Clearly, it was unusual for the same code base to perform so poorly in this environment. It should have easily outperformed the previous environment, rather than the other way around. My first thought was that production must have a lot more activity that blocked the app. Alas, I validated there was not any unusual blocking. Additionally, in staging Friday had placed a load to estimate traffic, but in production this application was not live yet. So, testing involved only a single thread/client connected to the application and the database.

Searching for the Usual Suspects

This was indeed one of the strangest things that could happen, so I went straight to eliminating everything external. My assumption was that something had to be wrong with the application server or the network. I traced the application for a few simple processes, found the stored procedures that covered those processes, and executed them locally in SQL Management Studio.

If the process came back OK, this wasn’t a database issue. If it wasn’t OK, we were in for some strange times indeed. Running the stored procs manually on the local server did nothing to help. I then asked if there could be a hardware issue. This too was a dead end as the server was a Virtual SQL Server. Friday was able to get another SQL Server on a different host in under an hour with the same results.

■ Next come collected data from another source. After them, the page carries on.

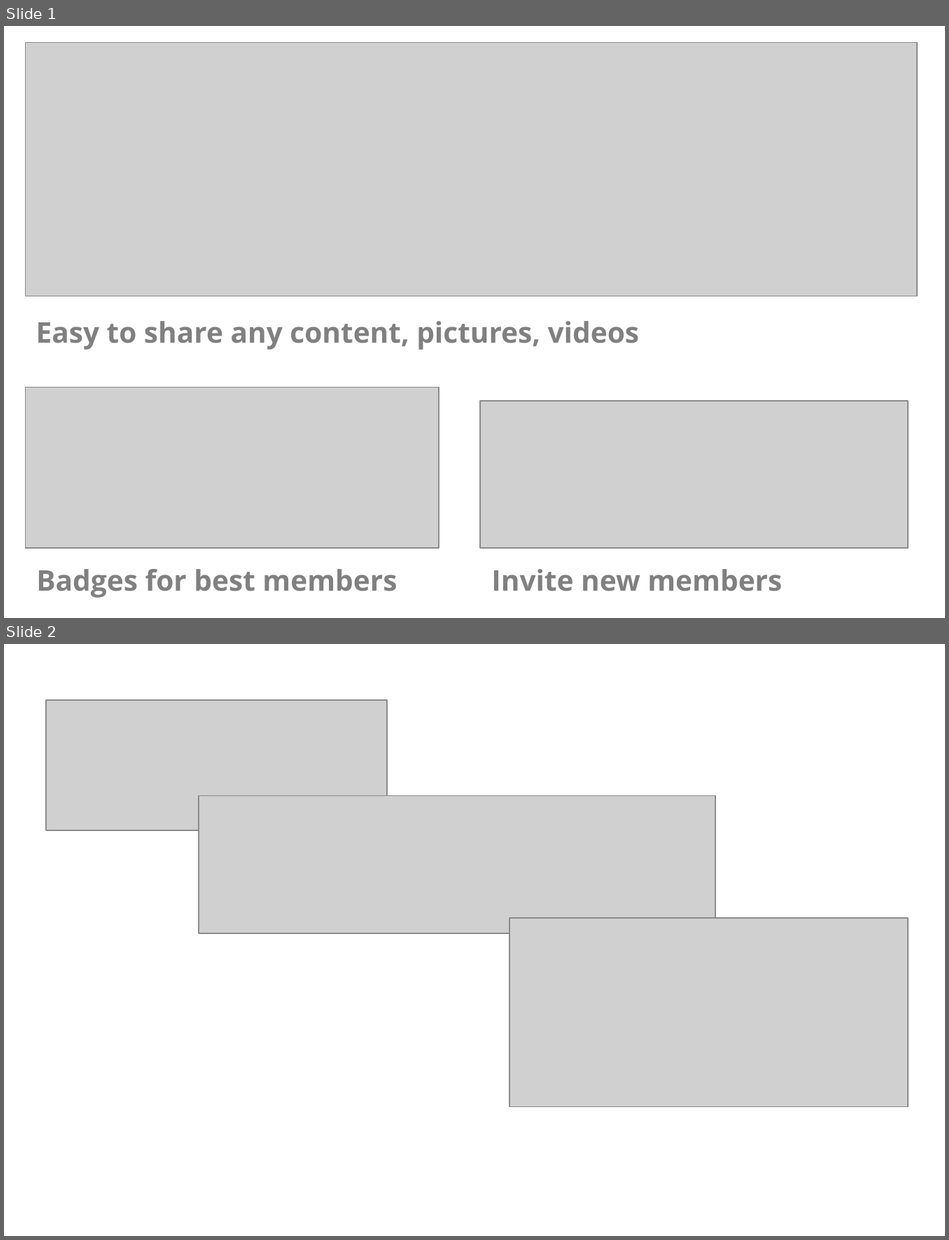
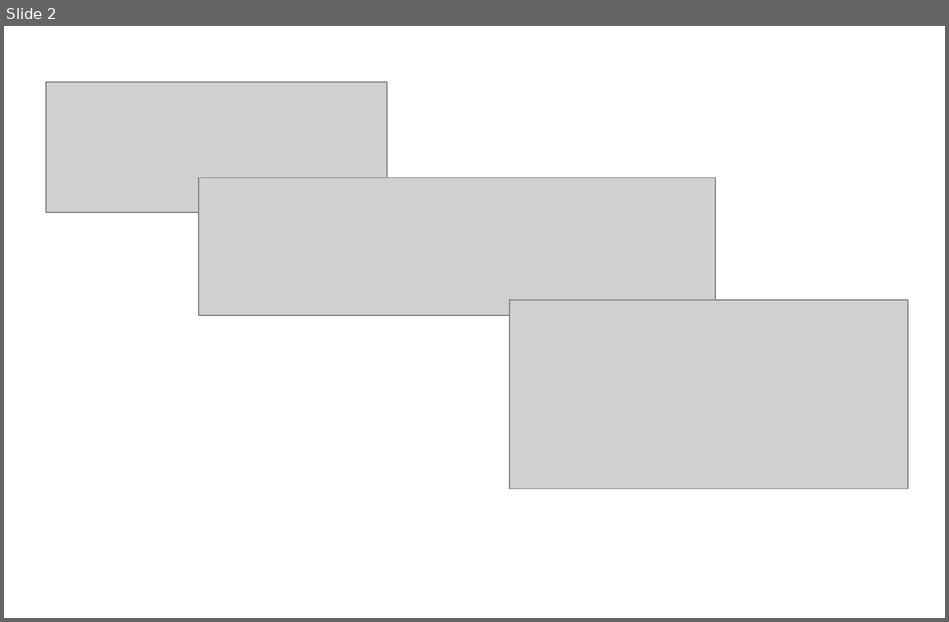
Before and after one commit to dennisd1/gosprize, a slide deck: assets/mainscreen.pptx. Shown one above the other, each under a label of ours: slides 1 and 2 before the commit, slide 2 after it. The pictures are 949x1240 and 949x622 pixels, drawn with LibreOffice and Linux fonts; fonts in the diff are those of the drawing; grey boxes stand for pictures. Boxes give left, top, right and bottom in pixels: in the first picture for what was removed or moved away, otherwise in the second. Text is boxed around its words. In the diff, an @@ line names an element or a change of style, - is before the commit and + after.

```diff
--- a/assets/mainscreen.pptx
+++ b/assets/mainscreen.pptx
@@ slide 1 removed at (4,26,945,618), background #FFFFFF @@
@@ picture removed at (26,42,916,296) @@
@@ text removed at (36,321,640,349) @@
-Easy to share any content, pictures, videos
@@ picture removed at (26,386,439,547) @@
@@ picture removed at (481,400,908,547) @@
@@ text removed at (36,568,397,597) @@
-Badges for best members
@@ text removed at (491,568,782,591) @@
-Invite new members
```
Also in this commit, not shown: 2 slides added, 1 other slide removed, 2 other files.

So, nothing left to do but dig in and start tracing the code all the way through the process. I did this in staging, and while I would have done things differently, there was not anything flawed with the logic that would have kept me from migrating the code myself in a code review.  The only red flag I had was the use of synonyms when referencing data in another database locally.

Next, I looked at the DMV’s in production to find the longest waiting task and then looked up the stored procedure that corresponded to that piece of code. Once found, I did a Redgate compare to execution in staging to prod and they were identical. I went through the code and saw the same thing, but when I ran just this part of the code it ran forever and had a different execution plan than staging.

Solving the Mystery

Were there different indexes? Were statistics not up to date, or were the right indexes not being selected, because on all the big datasets it always did a table scan when there should have been up-to-date indexes supporting these queries?

When looking at every table in the query, I finally found the strange issue. In staging the client used the synonym to reference another table in another database, but, in production, the synonym made a linked server call.

There are right ways and wrong ways to leverage the very impressive tool of linked servers in SQL, as documented by our own Randy Knight in “Using Linked Servers the Right Way.” However, I am not sure Friday knew of Mr. Knight’s blog, because they didn’t do it the right way.  When you reference data in Server B from Server A, Server A does not know the metadata of Server B. That means it does not know how much data there is coming, what indexes could help with data retrieval, or if the data could fill up the buffer cache and hurt other processing. Therefore, it had to run this data query outside normal, internal, highly optimized routines. 

do you know how to use linked servers in SQL?

This single dataset that ran in the virtual memory space and then pushed into the buffer cache brought this application to its knees — with just a single user signed in! The solution was a little different than what Mr. Knight showcased but it followed the basic principles in that every time Friday needed data from the external server, they would use the linked server to call a stored procedure remotely on Server B that would return a result set. The proc inserted that result set into a temp table on Server A and then Server A processed the rest of the routine as before.

Surviving the Upside Down…and linked servers in SQL

The moral of this story? Sometimes you find yourself facing the ghost in the machine that warps you directly into the strange realm of impossibility. That’s when you take a step back and start eliminating everything you can by making small, simple processes. Do this and you, too, may survive linked servers in SQL, even when it is turned upside down.